Medical Council of India (MCI) regulations require all doctors to prescribe drugs using pharmacological names (like Paracetamol) instead of brand names (like Dolo). The regulation is directed at doctors who get kickbacks from pharmaceutical companies to prescribe their drugs.
Over the last few months, the case of Kishan Chand Jain v Ethics and Medical Registration Board has been listed before the Chief Justice’s bench in the Supreme Court. The petition wants the regulation enforced strictly and coercively: conduct surprise raids, track prescriptions, take disciplinary measures.
But this won’t solve the problem. The MCI has already issued circulars warning strict disciplinary action if doctors irrationally prescribe brand names. Before we demand court orders, we must grapple with the structural reasons why the regulation has been ineffective.
The regulation against prescribing brand names failed because the knowledge and the capacity to enforce it didn’t exist and still does not exist. The monitoring of lakhs of prescriptions and the conduct of raids in tens of thousands of hospitals is a difficult task. There is significant discretion in the hands of frontline officials. The stakes are high – a mistake means punishing an innocent doctor.
Who is to carry out this task? Under Indian law, it is the state medical councils (SMCs) or, if an SMC does not exist, the Ethics and Medical Registration Board (EMRB). SMCs are not capable of implementing the regulation consistently and fairly. Few medical councils have a public complaints procedure or publish their proceedings or penalties issued. And that is if a functioning state medical council exists in your state at all. A study by the Vidhi Centre for Legal Policy has found that state medical council laws have not been implemented in many states.
Theoretically, in these cases, the Ethics and Medical Registration Board (EMRB) is supposed to step in. But it has been three years since the National Medical Commission Act 2019 came into force, and the five-member EMRB has three vacant seats, including that of its president. The EMRB, therefore, is not a promising backstop.
Some will argue that a lack of capacity should not prevent the government or the medical councils from making regulations. Perhaps an order from the Supreme Court or a push from the Ministry for more stringent enforcement might have positive effects. This is a common pattern in Indian regulation. Often, there is a sudden push from the ministry or a court to strictly enforce a law or a regulation.
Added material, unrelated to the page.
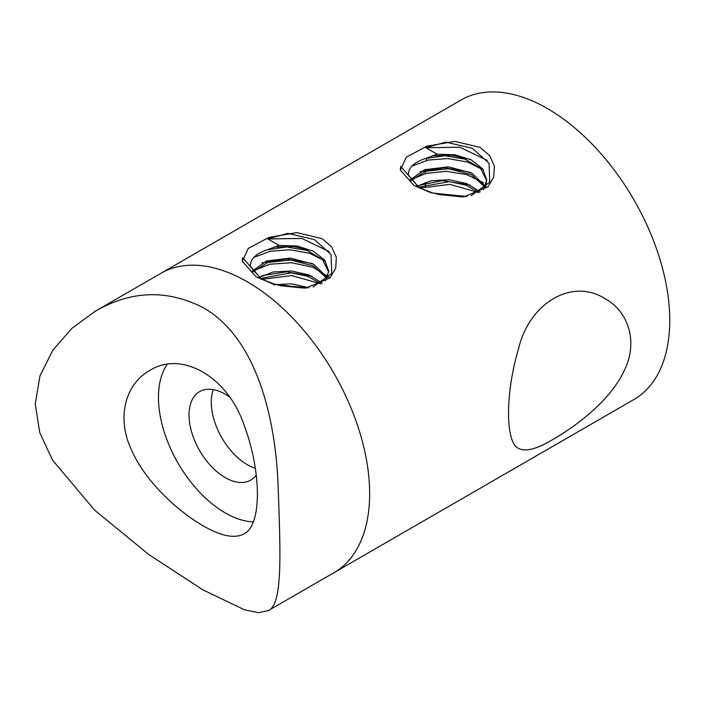 <?xml version="1.0" encoding="UTF-8"?>
<svg xmlns="http://www.w3.org/2000/svg" width="705" height="705" viewBox="0 0 705 705"><rect width="100%" height="100%" fill="white"/><g stroke="black" fill="none" stroke-linecap="round" stroke-linejoin="round"><path stroke-width="1.06" d="M304.736 288.169L280.185 285.71M321.022 283.815L307.962 276.404L291.324 272.853L260.251 278.51M326.961 278.431L313.187 265.829L290.548 259.96L267.495 262.542L252.628 272.156M328.706 272.042L322.476 259.502L307.019 250.398L286.653 246.97L267.045 249.861C257.51 253.095 252.082 257.448 250.751 262.903L250.143 265.961L261.211 279.083M313.029 286.944L331.738 273.461L331.05 254.514L314.368 239.577L287.825 233.337L267.865 238.977L279.171 245.419L267.045 249.861M279.171 245.419L297.025 246.001L313.337 251.192L324.67 260.092L328.733 271.072L325.516 280.898M251.967 271.275L266.56 260.982L290.293 258.065L313.69 264.208L327.393 277.488M258.744 277.532L273.249 271.989L291.271 270.967L308.896 274.88L322.291 283.102M273.602 284.758L291.473 283.815L308.905 287.719M462.753 196.933L438.202 194.483M479.03 192.588L465.97 185.168L449.341 181.617L418.276 187.274M484.978 187.195L471.196 174.593L448.574 168.724L425.52 171.315L410.645 180.921M485.481 187.962L486.75 179.846L483.533 189.671M486.723 180.78L480.484 168.257L465.018 159.163L444.661 155.734L425.062 158.634C415.527 161.868 410.099 166.213 408.768 171.668L408.16 174.734L419.228 187.856M471.046 195.717L489.755 182.225L489.067 163.287L472.385 148.35L445.842 142.102L425.882 147.75L437.197 154.192L425.062 158.625M437.197 154.192L455.042 154.765L471.345 159.956L482.687 168.856L486.75 179.846M409.984 180.039L424.586 169.746L448.327 166.829L471.715 172.981L485.41 186.261M416.761 186.305L431.275 180.762L449.288 179.74L466.922 183.653L480.308 191.875M433.496 193.188L466.93 196.492M95.325 311.169L160.934 273.284A172.91 99.828 60 0 1 247.385 281.85A172.91 99.828 -120 0 0 160.934 273.284L461.035 100.022A172.91 99.828 60 0 1 547.485 108.588A172.91 99.828 60 0 1 660.444 260.956A172.91 99.828 60 0 1 633.936 399.506L333.835 572.768A172.91 99.828 -120 0 0 360.343 434.218A172.91 99.828 -120 0 0 247.385 281.85A172.91 99.828 60 0 1 360.343 434.218A172.91 99.828 60 0 1 333.835 572.768L268.235 610.645L258.444 612.68L244.353 609.763L202.705 589.75L148.676 554.447L94.637 510.173L52.443 460.012L39.736 432.535L35.25 403.991L39.965 375.844L52.91 350.094L71.928 328.292L95.325 311.169C131.104 290.504 166.97 289.288 202.925 307.521C254.285 336.311 274.386 411.641 277.876 480.131C280.572 553.61 282.996 604.52 268.235 610.645M425.379 186.376A172.91 99.828 60 0 1 425.256 182.357M425.326 173.562A172.91 99.828 60 0 1 425.529 169.429M426.384 160.458A172.91 99.828 60 0 1 426.745 157.876M428.869 147.081A172.91 99.828 60 0 1 428.993 146.569M400.352 170.081L406.283 157.189L426.957 146.173L454.84 141.379L480.193 147.442L489.667 155.655L494.337 166.001L493.773 176.964L488.019 186.675L463.899 196.845L432.808 192.976L419.158 187.812L400.704 166.406L400.352 170.081L414.108 185.591L430.896 192.738L432.808 192.976M242.335 261.317L248.266 248.416L268.94 237.409L296.823 232.606L322.176 238.669L331.641 246.882L336.32 257.237L335.756 268.191L329.993 277.911L305.882 288.072L274.791 284.212L261.141 279.039L242.687 257.642L242.335 261.317L256.091 276.827L272.879 283.965L274.791 284.212M553.337 439.241C536.902 449.059 525.322 452.116 518.589 448.424C505.212 442.872 505.168 393.346 518.58 348.623C529.402 302.709 572.381 277.673 605.049 298.682C628.789 311.557 638.607 342.824 623.846 371.403C610.274 400.035 578.153 424.762 553.337 439.241M408.768 171.668L408.16 174.99M250.751 262.903L250.143 266.287M400.704 166.406L400.299 169.359M432.086 155.796L451.508 155.267L470.235 159.409M420.057 171.632L444.705 167.755L470.235 172.249M416.285 185.979L442.335 180.603L470.235 185.08M435.743 193.84L466.234 196.58M478.915 192.65L449.843 184.349L419.713 188.129M483.524 182.842L466.877 174.655L446.397 171.333L426.12 173.359L410.054 180.145M483.524 170.002L467.477 162.009L447.79 158.554L428.041 160.088L411.826 166.177M487.305 160.423L459.827 147.195L425.882 147.75M242.687 257.642L242.282 260.594M320.907 283.877L291.835 275.576L261.696 279.365M329.235 277.276L313.046 267.327L291.526 262.718L269.53 264.26L252.037 271.372M325.507 261.238L309.486 253.254L289.79 249.781L270.033 251.315L253.818 257.404M329.288 251.659L301.819 238.431L267.865 238.977M274.069 247.032L293.5 246.503L312.218 250.645M262.048 262.85L286.724 258.982L312.227 263.485M262.04 275.69L286.679 271.822L312.209 276.307M277.726 285.067L308.217 287.816M202.925 525.701C221.035 536.179 234.739 538.893 244.045 533.861C261.811 525.525 261.863 472.447 244.045 424.948C227.75 376.814 181.687 350.129 149.733 370.504C125.79 383.626 116.316 416.955 130.963 448.777C144.463 480.502 176.523 510.411 202.925 525.701M213.271 389.609A51.086 29.495 -120 0 0 220.445 435.249A51.086 29.495 -120 0 0 255.342 468.314M256.215 475.091A51.086 29.495 60 0 1 250.698 480.105A51.086 29.495 60 0 1 199.612 450.61A51.086 29.495 60 0 1 199.612 391.619A51.086 29.495 60 0 1 225.159 394.148A51.086 29.495 60 0 1 229.231 396.765M253.342 521.929A94.311 54.452 60 0 1 225.159 512.87A94.311 54.452 60 0 1 167.138 364.397M419.158 187.812L419.66 188.103M261.141 279.048L261.643 279.339"/></g></svg>

We must be wary of the tendency to authorise enforcement first and build capacity later. There is little reason to welcome enforcement actions by an organisation with low capacity. Some officers will go to hospital after hospital, pharmacy after pharmacy, and evaluate prescriptions en masse. They will be compelled to meet unrealistic targets by making an arbitrary number of enforcement actions. In the haste to show results, and in the absence of procedural safeguards, enforcement has a tendency to become unjust and coercive.
Instead, thoughtful and effective regulation involves a more comprehensive analysis. It involves thinking carefully about the problem, assessing the jurisdiction and powers of the regulator, evaluating the costs and the benefits of the regulation, and drafting it precisely so that it obtains the intended outcome. It involves thinking about technical feasibility and procedural safeguards before authorising a single enforcement action. It means acquiring a more sophisticated regulatory toolkit.
In contrast, MCI Regulations contain vague drafting and moralistic exhortations to doctors. They should be revised top to bottom. Societies may have many preferences about how doctors should act. These preferences should only be regulations if the government has the capacity to enforce them. The alternative is a regulator with wide powers and low capacity — a combination which almost uniformly produces poor results.
There are other ways to promote the use of generic drugs. We can work on making doctors more sensitive to price, and making both patients and doctors more aware of generic alternatives. Union and State governments can improve pharmaceutical regulation, make it easier to trust generic drugs in the market, and regulate the marketing activities of pharmaceutical companies. While these measures are difficult, they are more practical than nation-wide enforcement actions that seek to assess the legality of each prescription.